## [Data records]
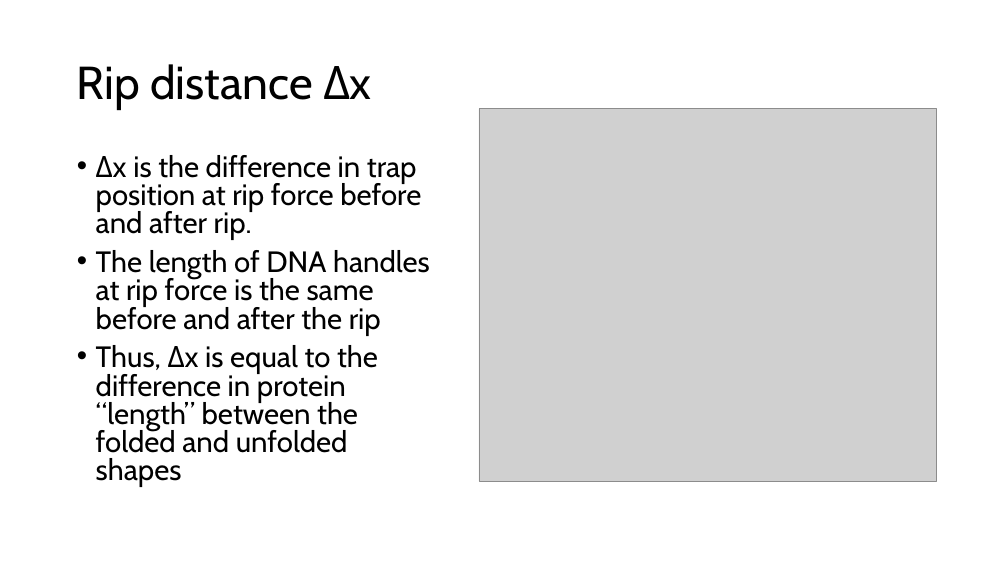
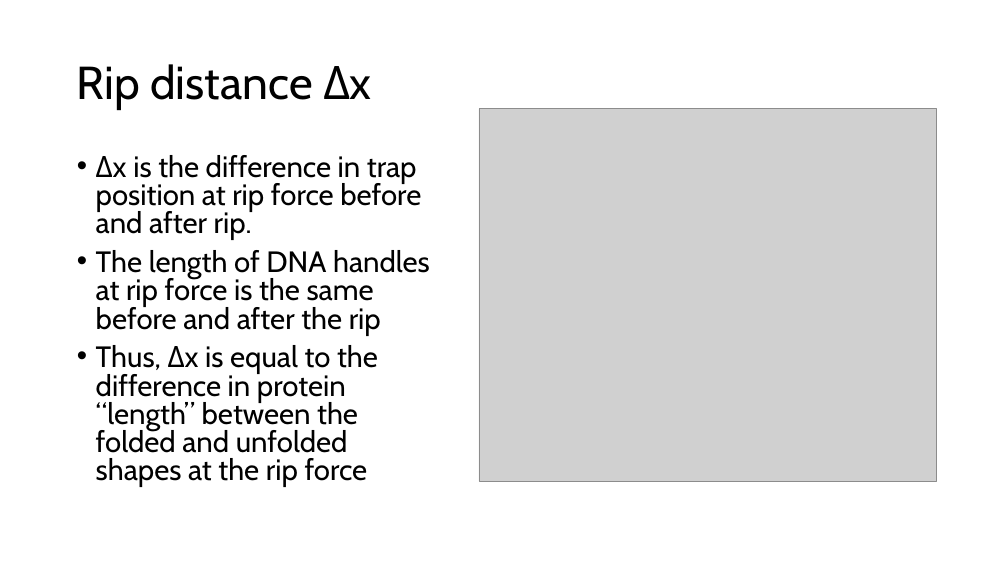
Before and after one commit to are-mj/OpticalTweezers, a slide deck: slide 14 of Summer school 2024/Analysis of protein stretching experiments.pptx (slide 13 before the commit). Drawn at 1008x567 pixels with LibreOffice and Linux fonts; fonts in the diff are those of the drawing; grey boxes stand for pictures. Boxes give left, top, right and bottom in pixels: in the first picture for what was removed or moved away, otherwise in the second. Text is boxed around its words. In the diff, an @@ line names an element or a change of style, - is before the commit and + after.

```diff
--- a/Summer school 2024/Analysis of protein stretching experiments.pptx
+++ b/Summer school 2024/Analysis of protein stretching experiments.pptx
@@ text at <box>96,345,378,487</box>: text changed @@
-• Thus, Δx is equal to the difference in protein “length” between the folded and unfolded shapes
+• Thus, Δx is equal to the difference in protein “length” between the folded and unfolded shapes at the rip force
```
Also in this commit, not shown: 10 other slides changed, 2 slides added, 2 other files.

## [Exercise goal]
Count how many lines in the data above hold the string "Thus", and give the number with no other words.

## [Problem solution]
2